Shift: use LLMs for brownfield surgery, humans for greenfield blueprints. Or prompt harder for explicit contracts.
My prediction? Tools like this repo force a new era: coupling detectors as pre-commit hooks, grading LLM outputs before merge.
Company spin (Anthropic/OpenAI) pushes ‘vibe coding’ — callout: it’s procrastination on architecture.
And here’s the asymmetry: one agent.
Short para punch: Maintenance wins. Generation loses.

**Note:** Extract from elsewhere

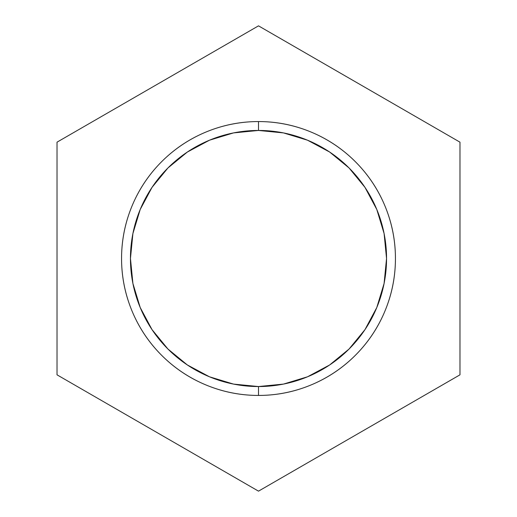 <?xml version="1.0" encoding="UTF-8"?>
<svg xmlns="http://www.w3.org/2000/svg" width="517" height="517" viewBox="0 0 517 517"><rect width="100%" height="100%" fill="white"/><g stroke="black" fill="none" stroke-linecap="round" stroke-linejoin="round"><path stroke-width="0.78" d="M258.5 130.452A128.048 128.048 0 0 0 130.452 258.5A128.048 128.048 0 0 0 258.5 386.548L258.5 395.44A136.94 136.94 0 0 1 121.56 258.5A136.94 136.94 0 0 1 258.5 121.56L258.5 130.452L258.5 121.56C276.66 121.56 294.128 125.036 310.904 131.984C327.681 138.931 342.493 148.825 355.334 161.666C368.175 174.507 378.069 189.319 385.016 206.096C391.964 222.872 395.44 240.34 395.44 258.5C395.44 276.66 391.964 294.128 385.016 310.904C378.069 327.681 368.175 342.493 355.334 355.334C342.493 368.175 327.681 378.069 310.904 385.016C294.128 391.964 276.66 395.44 258.5 395.44C240.34 395.44 222.872 391.964 206.096 385.016C189.319 378.069 174.507 368.175 161.666 355.334C148.825 342.493 138.931 327.681 131.984 310.904C125.036 294.128 121.56 276.66 121.56 258.5C121.56 240.34 125.036 222.872 131.984 206.096C138.931 189.319 148.825 174.507 161.666 161.666C174.507 148.825 189.319 138.931 206.096 131.984C222.872 125.036 240.34 121.56 258.5 121.56A136.94 136.94 0 0 1 395.44 258.5A136.94 136.94 0 0 1 258.5 395.44L258.5 386.548A128.048 128.048 0 0 0 386.548 258.5A128.048 128.048 0 0 0 258.5 130.452L233.516 132.908L209.495 140.197L187.361 152.03L167.954 167.954L152.03 187.361L140.197 209.495L132.908 233.516L130.452 258.5L132.908 283.484L140.197 307.505L152.03 329.639L167.954 349.046L187.361 364.97L209.495 376.803L233.516 384.092L258.5 386.548L283.484 384.092L307.505 376.803L329.639 364.97L349.046 349.046L364.97 329.639L376.803 307.505L384.092 283.484L386.548 258.5L384.092 233.516L376.803 209.495L364.97 187.361L349.046 167.954L329.639 152.03L307.505 140.197L283.484 132.908L258.5 130.452M57.019 374.825L258.5 491.15L459.981 374.825L459.981 142.175L258.5 25.85L57.019 142.175L57.019 374.825L258.5 491.15L459.981 374.825L459.981 142.175L258.5 25.85L57.019 142.175L57.019 374.825M206.096 385.016C189.319 378.069 174.507 368.175 161.666 355.334C148.825 342.493 138.931 327.681 131.984 310.904M161.666 161.666C174.507 148.825 189.319 138.931 206.096 131.984M310.904 131.984C327.681 138.931 342.493 148.825 355.334 161.666C368.175 174.507 378.069 189.319 385.016 206.096M355.334 355.334C342.493 368.175 327.681 378.069 310.904 385.016M364.97 329.639L349.046 349.046M152.03 187.361L167.954 167.954"/></g></svg>

Long explore: In that doc system, cascading deletes stripped rules — retention forgot webhooks, counters, holds. LLMs re-injected them surgically, proving context-windows let ‘em build mental models rivaling vets. But from scratch? No model, just pattern-match to messy web data. Naur’s theory-building demands iteration — LLMs fake one pass.
Medium: Implications for agents like Devin? Stack greenfield, explode.
🧬 Related Insights
- Read more: Typewriters to Tokens: Why Software Engineering’s Dirty Secrets Endure
- Read more: SSL Certificates Shrink to 47 Days: The Forced March to Automation
Frequently Asked Questions
What is implicit coupling in code?
It’s unwritten rules between files — behaviors you infer, no contracts. Kills maintainability.
Do LLMs handle legacy code better than new projects?
Yes — experiments show they trace couplings flawlessly in context, but invent them greenfield.
Should I use AI for greenfield coding?
Prompt for modularity, review ruthlessly — or stick to brownfield fixes.